Monday, February 4, 2013

Welcome to the Olive Garden...

In case you missed it, the American Association of Birth Centers released The National Birth Study II this week.  You can read the article here.  The findings are HUGE!  I want to give you the condensed highlights and then we'll chat....

The study included 15,574 women at 79 birth centers across the U.S. between the years of 2007 and 2010.  This is a respectable sized study.  About 80% of the women were married and about 3/4 of them had at least some college education.  Half of them were having their first baby, while the other 50% had given birth previously.

Here's the awesome part of the study - 94% of the women planning a birth center birth had a vaginal birth!  This means that only 6% of these women had a cesarean section.  It's true, they were all low-risk.  But in the hospital, the rate of cesarean section for low-risk women is 27%!  Read this paragraph again.  I'll give you a minute...

There were no maternal deaths ("I would have died if I would have had my baby out of a hospital!") and the stillborn/newborn death rate was very consistent with other birth places.  In other words, these babies likely would have died regardless of where they were born.

Interestingly, the rate of cesarean birth in the hospitals has dramatically increased over the decades, while it has remained stable - and low - in the birth centers between 4.4%-6%.  The women in this study saved more than $30 million simply by birthing in a birth center instead of a hospital.

According to Rebecca Dekker, "The National Birth Center Study II shows that when women receive midwifery-led care in birth centers, preventable C-sections are prevented...  Legislation is needed to align payment methods and regulations so that we can better promote the proliferation of birth centers."  In other words, if you are low-risk, hire a midwife, birth out of hospital, and demand that insurance cover midwifery care at a birth center!

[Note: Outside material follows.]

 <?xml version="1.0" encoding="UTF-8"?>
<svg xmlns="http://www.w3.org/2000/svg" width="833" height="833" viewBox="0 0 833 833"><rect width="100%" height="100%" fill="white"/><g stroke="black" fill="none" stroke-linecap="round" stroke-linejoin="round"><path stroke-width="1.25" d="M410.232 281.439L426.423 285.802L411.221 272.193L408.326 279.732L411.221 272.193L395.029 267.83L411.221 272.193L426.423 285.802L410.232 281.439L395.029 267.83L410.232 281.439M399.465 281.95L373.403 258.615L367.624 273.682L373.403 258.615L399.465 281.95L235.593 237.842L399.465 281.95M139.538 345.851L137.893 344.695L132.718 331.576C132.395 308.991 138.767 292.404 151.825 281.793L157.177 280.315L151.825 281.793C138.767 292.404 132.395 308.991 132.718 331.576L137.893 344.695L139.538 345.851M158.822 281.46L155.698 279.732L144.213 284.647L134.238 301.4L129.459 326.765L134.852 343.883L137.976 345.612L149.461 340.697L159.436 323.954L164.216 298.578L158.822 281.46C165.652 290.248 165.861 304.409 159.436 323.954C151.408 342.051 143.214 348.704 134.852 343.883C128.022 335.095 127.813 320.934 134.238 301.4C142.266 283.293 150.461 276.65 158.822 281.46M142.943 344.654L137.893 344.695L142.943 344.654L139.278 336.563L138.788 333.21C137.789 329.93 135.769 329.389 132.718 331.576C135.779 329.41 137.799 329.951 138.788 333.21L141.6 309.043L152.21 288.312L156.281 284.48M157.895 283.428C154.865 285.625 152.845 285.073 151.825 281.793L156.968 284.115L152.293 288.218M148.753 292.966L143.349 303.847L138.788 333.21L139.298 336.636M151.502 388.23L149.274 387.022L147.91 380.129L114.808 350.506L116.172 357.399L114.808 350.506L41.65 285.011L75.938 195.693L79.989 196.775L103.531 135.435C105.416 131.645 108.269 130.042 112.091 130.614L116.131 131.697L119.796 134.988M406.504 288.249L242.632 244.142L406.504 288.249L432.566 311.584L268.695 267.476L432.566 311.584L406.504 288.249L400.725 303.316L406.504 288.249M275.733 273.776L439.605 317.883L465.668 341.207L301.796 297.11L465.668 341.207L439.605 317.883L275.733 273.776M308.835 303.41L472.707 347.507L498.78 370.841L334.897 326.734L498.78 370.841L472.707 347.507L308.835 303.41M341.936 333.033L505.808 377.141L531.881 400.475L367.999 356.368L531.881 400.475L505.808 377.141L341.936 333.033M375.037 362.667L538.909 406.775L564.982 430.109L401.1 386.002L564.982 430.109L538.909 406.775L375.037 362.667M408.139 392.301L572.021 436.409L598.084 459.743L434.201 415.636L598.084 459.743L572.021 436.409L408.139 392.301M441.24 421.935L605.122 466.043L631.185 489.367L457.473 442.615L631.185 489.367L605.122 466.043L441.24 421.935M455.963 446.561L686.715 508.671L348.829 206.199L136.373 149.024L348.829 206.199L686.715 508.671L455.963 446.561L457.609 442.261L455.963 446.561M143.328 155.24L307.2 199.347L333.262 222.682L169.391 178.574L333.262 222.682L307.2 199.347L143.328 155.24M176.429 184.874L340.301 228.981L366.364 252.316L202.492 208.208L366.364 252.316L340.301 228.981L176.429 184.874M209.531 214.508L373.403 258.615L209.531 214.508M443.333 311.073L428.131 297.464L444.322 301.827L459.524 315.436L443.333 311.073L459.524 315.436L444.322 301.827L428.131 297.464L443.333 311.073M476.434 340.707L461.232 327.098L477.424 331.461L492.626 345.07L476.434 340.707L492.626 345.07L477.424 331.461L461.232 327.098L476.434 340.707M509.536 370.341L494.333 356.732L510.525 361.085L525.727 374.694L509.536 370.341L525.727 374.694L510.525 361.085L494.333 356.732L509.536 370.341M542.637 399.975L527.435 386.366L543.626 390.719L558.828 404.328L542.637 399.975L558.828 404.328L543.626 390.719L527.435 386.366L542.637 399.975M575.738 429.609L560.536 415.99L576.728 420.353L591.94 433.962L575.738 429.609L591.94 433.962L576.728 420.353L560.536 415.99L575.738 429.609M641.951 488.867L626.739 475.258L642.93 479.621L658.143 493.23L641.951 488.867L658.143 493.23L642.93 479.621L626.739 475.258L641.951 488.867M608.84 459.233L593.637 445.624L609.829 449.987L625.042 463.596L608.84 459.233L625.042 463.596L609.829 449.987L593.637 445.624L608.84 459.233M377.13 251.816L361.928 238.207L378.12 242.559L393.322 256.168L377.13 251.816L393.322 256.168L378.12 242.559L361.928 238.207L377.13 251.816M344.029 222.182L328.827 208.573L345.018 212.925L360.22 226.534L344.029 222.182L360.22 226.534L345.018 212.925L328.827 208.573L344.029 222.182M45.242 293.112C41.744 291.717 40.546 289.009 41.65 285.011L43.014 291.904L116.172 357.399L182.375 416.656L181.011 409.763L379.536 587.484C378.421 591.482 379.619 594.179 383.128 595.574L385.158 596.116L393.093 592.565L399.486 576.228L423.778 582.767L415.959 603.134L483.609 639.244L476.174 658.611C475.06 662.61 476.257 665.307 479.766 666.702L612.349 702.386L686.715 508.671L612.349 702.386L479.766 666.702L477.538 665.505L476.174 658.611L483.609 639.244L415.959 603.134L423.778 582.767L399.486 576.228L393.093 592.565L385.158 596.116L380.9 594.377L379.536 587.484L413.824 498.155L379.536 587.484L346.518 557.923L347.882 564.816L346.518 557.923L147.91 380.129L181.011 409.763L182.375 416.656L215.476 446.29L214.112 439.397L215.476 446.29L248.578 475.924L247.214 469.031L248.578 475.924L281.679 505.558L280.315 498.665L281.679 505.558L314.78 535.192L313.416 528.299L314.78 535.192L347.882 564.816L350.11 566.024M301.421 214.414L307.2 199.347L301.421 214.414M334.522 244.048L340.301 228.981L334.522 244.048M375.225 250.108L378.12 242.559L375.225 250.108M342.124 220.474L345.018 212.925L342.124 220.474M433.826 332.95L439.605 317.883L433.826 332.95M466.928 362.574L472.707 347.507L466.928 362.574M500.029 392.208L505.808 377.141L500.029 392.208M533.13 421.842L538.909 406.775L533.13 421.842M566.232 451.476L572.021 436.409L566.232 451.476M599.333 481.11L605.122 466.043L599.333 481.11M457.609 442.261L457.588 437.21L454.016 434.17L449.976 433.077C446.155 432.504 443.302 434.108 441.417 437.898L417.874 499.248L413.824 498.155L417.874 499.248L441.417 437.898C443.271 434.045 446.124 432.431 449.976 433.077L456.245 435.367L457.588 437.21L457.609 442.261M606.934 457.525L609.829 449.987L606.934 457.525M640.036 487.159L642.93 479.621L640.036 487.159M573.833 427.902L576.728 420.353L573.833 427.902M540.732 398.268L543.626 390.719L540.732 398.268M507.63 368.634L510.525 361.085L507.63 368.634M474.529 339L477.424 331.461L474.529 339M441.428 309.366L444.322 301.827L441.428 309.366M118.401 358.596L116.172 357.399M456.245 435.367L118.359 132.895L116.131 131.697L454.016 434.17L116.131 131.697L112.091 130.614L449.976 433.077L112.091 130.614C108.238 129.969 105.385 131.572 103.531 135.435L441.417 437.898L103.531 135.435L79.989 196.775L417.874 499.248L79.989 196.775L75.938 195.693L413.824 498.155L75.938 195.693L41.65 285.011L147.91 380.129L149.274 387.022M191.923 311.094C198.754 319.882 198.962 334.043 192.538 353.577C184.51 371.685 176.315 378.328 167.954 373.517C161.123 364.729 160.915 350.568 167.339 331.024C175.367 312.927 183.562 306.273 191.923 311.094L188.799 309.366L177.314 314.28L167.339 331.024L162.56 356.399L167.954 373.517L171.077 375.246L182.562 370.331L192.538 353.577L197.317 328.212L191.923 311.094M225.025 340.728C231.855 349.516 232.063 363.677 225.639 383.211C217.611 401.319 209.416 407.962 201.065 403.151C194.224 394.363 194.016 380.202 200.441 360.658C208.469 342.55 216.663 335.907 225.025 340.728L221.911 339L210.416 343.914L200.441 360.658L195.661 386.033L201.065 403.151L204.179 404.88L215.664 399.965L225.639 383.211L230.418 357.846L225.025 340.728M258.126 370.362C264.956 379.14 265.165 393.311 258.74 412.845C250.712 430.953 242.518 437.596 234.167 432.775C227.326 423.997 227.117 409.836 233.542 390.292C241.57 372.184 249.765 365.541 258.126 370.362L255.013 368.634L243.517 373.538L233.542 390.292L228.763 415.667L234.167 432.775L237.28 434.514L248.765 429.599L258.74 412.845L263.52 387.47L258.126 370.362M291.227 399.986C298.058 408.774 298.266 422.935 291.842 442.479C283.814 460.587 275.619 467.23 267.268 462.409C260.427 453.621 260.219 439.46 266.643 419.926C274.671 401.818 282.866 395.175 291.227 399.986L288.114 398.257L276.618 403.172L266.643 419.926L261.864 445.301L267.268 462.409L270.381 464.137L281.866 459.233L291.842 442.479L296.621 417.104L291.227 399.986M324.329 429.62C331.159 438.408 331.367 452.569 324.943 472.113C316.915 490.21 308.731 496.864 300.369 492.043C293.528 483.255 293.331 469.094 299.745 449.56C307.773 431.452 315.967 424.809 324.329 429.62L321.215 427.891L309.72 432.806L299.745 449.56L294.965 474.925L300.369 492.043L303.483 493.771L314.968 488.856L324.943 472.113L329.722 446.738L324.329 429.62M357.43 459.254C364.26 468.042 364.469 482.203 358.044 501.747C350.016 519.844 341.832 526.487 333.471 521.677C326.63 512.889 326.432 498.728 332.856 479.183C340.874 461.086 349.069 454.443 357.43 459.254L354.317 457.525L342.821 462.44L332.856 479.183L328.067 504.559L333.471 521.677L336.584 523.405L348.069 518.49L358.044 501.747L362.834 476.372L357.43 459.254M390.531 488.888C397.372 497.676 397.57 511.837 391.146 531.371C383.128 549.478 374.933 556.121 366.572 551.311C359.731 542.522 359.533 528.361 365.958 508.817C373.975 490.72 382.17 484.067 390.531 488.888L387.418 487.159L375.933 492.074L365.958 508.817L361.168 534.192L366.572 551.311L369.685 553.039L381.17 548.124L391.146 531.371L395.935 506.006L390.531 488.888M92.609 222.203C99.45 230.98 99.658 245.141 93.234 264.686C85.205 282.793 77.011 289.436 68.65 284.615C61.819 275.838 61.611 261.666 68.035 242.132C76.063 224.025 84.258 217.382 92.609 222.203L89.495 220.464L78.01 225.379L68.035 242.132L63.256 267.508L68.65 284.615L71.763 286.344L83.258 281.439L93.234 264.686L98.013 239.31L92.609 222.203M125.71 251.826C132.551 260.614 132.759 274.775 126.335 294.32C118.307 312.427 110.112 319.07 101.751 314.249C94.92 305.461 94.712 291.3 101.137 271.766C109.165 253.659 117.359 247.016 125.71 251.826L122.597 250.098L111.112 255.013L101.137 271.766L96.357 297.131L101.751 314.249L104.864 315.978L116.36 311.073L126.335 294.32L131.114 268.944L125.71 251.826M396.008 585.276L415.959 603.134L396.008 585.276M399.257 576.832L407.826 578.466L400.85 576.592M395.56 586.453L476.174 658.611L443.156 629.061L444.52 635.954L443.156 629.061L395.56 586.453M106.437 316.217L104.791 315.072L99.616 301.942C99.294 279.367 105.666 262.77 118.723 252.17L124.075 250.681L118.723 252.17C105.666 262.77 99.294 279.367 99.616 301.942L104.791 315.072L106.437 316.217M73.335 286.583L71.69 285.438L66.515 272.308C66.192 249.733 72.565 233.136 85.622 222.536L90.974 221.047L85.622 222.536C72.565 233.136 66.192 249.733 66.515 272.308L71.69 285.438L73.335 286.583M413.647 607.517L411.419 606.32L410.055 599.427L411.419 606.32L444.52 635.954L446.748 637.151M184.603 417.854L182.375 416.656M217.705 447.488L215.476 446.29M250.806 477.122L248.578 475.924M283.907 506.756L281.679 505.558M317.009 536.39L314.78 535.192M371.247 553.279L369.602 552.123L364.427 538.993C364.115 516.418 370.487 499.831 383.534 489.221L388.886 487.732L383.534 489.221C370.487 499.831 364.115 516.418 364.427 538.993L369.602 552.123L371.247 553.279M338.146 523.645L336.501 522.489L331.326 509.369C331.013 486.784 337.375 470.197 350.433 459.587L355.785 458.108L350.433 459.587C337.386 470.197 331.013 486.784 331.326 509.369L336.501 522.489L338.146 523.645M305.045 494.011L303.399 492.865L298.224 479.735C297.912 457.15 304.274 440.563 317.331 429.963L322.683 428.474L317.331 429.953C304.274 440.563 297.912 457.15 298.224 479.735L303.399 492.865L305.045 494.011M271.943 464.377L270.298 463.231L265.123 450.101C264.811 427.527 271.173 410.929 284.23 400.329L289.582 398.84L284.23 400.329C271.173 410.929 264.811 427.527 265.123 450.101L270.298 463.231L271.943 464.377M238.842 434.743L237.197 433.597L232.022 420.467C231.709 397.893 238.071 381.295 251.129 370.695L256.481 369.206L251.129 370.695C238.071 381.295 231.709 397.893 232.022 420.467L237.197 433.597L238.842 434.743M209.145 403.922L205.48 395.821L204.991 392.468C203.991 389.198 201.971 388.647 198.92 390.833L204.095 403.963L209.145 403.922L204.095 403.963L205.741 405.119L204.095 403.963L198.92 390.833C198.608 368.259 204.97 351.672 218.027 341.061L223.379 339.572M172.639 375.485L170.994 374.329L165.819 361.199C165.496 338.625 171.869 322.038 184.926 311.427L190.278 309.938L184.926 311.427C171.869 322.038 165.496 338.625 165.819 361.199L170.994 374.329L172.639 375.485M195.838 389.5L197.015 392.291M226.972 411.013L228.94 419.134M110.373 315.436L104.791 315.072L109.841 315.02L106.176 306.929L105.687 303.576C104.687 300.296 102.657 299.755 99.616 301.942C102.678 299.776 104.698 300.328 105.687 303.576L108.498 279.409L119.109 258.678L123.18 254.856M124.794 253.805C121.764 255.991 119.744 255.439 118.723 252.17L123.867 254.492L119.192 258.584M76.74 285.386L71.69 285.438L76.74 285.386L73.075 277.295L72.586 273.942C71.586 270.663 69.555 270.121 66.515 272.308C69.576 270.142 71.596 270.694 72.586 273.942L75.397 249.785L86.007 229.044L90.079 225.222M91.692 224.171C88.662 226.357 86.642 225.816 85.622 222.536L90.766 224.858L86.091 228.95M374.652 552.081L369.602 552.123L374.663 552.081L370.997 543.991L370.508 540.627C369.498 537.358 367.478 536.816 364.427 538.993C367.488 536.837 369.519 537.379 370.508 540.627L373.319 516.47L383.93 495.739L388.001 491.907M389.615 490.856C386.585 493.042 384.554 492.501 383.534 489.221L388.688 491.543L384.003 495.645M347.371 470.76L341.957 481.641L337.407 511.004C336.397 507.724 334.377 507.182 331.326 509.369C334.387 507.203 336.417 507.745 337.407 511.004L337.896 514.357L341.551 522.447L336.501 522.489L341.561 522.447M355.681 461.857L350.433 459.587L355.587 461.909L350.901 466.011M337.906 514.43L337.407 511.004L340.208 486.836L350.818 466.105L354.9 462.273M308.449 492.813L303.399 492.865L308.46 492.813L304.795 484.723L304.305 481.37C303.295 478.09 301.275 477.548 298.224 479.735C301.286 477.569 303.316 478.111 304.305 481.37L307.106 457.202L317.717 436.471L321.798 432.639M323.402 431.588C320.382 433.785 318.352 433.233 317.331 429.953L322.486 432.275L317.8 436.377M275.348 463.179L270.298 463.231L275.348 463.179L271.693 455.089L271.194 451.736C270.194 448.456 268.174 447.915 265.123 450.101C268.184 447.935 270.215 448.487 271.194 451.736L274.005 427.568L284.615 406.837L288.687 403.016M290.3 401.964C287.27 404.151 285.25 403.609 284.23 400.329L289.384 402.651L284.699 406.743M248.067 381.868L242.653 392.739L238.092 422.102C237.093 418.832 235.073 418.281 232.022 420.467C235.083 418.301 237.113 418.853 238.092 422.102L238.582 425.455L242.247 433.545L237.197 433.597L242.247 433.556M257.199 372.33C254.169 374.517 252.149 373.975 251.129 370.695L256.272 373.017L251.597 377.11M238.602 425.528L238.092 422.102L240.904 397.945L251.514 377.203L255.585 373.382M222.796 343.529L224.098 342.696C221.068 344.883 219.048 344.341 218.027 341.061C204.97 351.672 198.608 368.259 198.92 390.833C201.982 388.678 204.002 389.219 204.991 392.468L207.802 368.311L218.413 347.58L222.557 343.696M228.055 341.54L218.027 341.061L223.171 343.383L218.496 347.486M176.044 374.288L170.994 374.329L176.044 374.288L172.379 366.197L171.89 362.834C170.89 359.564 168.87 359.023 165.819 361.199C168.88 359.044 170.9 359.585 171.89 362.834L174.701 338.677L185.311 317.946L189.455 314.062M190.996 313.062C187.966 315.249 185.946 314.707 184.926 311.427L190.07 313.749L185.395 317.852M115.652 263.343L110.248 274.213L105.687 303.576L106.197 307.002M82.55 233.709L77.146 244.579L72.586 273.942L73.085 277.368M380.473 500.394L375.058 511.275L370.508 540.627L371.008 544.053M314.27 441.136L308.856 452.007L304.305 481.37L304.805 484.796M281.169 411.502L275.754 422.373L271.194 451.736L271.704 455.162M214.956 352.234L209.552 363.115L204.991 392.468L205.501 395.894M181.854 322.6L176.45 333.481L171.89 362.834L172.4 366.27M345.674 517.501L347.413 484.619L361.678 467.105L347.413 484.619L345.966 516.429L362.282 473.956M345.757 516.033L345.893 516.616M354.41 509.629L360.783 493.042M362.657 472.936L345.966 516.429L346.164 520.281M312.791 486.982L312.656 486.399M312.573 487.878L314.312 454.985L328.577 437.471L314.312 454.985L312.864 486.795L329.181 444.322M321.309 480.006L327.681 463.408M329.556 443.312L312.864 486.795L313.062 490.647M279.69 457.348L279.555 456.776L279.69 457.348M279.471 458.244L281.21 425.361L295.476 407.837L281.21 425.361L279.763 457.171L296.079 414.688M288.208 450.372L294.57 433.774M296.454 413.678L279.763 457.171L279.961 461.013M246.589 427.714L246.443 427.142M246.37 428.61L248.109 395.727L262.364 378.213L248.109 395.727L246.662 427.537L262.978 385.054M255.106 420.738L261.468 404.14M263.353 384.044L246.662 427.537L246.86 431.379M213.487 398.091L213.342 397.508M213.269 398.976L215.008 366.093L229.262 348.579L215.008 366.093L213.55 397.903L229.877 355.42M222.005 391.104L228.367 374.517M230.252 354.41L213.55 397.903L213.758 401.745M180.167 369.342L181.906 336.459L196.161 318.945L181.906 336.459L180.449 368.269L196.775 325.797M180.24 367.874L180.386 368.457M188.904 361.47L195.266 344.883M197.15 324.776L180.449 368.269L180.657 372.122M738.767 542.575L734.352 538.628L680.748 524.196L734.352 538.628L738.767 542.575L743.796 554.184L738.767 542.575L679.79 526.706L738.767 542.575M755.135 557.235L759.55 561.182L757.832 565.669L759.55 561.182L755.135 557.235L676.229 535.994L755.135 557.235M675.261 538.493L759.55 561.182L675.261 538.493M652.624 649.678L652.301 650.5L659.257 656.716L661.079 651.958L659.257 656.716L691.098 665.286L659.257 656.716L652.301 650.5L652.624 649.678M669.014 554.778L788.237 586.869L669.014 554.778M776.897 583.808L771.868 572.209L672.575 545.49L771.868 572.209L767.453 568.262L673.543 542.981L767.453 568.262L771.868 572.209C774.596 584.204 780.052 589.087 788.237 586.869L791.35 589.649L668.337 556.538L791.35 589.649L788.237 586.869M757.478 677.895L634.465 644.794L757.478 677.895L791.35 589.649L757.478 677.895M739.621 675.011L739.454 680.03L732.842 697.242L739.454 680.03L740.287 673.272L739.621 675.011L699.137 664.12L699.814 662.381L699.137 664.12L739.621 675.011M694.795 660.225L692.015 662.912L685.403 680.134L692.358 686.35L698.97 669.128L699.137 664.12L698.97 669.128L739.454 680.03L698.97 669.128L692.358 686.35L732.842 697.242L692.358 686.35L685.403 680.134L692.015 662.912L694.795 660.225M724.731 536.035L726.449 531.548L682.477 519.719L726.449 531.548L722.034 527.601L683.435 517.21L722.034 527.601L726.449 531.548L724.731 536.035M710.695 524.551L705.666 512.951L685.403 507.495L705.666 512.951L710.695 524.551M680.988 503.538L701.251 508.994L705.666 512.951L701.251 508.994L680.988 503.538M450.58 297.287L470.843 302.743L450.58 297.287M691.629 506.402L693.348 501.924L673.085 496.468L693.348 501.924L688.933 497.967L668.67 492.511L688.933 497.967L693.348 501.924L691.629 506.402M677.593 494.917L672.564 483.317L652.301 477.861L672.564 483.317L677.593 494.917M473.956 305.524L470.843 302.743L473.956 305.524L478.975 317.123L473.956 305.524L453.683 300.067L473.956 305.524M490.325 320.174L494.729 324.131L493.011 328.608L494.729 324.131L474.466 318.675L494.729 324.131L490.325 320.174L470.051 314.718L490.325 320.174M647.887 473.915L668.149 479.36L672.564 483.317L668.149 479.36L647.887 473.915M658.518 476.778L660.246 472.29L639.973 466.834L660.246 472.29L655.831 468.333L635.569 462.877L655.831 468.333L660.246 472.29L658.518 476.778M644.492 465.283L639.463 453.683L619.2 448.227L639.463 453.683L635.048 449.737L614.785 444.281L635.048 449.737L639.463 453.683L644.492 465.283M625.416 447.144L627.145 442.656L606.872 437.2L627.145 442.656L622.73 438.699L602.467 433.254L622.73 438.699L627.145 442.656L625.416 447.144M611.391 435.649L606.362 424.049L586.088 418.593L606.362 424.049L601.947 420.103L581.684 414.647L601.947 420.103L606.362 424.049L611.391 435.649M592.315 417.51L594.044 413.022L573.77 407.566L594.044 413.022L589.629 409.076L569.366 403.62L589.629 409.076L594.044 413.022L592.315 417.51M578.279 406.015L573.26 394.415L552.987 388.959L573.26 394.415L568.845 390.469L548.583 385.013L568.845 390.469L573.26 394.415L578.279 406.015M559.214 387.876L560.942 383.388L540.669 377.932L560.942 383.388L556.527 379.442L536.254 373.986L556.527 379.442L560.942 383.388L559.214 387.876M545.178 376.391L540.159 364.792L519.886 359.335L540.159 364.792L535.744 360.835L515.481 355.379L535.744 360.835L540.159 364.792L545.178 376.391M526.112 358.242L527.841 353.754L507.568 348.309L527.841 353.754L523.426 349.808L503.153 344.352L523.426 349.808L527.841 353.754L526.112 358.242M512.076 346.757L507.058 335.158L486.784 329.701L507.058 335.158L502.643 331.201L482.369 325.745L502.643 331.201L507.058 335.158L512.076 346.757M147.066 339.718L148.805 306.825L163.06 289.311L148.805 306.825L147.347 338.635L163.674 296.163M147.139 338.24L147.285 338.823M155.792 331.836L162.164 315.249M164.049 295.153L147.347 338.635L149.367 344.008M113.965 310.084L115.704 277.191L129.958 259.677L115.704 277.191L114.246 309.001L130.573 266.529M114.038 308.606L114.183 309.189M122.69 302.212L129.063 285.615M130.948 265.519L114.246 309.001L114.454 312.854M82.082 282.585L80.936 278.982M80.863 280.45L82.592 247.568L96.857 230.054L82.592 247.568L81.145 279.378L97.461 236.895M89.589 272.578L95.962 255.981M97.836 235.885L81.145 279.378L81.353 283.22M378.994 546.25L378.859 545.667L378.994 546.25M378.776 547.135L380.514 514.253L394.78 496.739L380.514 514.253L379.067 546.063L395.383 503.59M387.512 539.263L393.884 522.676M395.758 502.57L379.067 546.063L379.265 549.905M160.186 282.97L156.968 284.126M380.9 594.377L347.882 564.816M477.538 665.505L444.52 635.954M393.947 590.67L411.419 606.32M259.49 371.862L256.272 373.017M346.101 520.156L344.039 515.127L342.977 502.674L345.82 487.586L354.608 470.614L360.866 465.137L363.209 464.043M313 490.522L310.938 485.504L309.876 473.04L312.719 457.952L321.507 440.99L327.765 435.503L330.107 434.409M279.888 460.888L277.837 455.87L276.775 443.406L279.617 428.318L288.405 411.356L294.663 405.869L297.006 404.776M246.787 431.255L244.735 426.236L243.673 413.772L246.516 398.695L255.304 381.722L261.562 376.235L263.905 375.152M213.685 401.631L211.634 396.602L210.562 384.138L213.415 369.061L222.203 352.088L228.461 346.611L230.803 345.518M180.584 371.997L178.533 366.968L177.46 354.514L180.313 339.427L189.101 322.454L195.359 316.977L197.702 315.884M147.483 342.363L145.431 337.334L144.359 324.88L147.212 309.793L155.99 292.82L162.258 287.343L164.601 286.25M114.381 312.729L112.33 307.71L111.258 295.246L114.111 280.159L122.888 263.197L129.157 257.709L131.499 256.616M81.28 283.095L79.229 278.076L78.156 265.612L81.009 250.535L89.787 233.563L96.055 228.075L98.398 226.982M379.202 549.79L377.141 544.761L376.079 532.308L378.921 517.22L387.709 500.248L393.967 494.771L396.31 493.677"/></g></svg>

For years I have said that birthing in the hospital is like eating at the Olive Garden.  Before I go any further, let me just say that I worked for Darden Restaurants at the Olive Garden for nearly 4 years.  They are a fabulous company to work for.  Seriously.  I got vacation, insurance, incentives.  Sometimes I still miss it.  It's also still one of my favorite places to eat.  With that being said....

When you walk in, you are welcomed by the hostess.  Hopefully you don't have to wait too long for a table.  You have a lovely meal, but if you camp out, your server starts getting nervous.  Because of all the refillable items, the server's section only consists of 3 tables in order to give great service.  If he/she is going to make any money, they've got to turn those tables.  When one table hangs out, it hurts the profits of both the server and the restaurant, and the lobby starts filling and backing up, especially if several tables are "camping out."

When you are birthing at the hospital, you simply cannot labor in a room for hours upon hours, or sometimes days.  The lobby (triage) is filling up and your table (room) is needed.  Even the best care providers working in the hospital will tell you to "come in pushing" because they know that women are much more likely to have things done to them to speed things along once they are in the hospital - things that interfere with and interrupt the natural process.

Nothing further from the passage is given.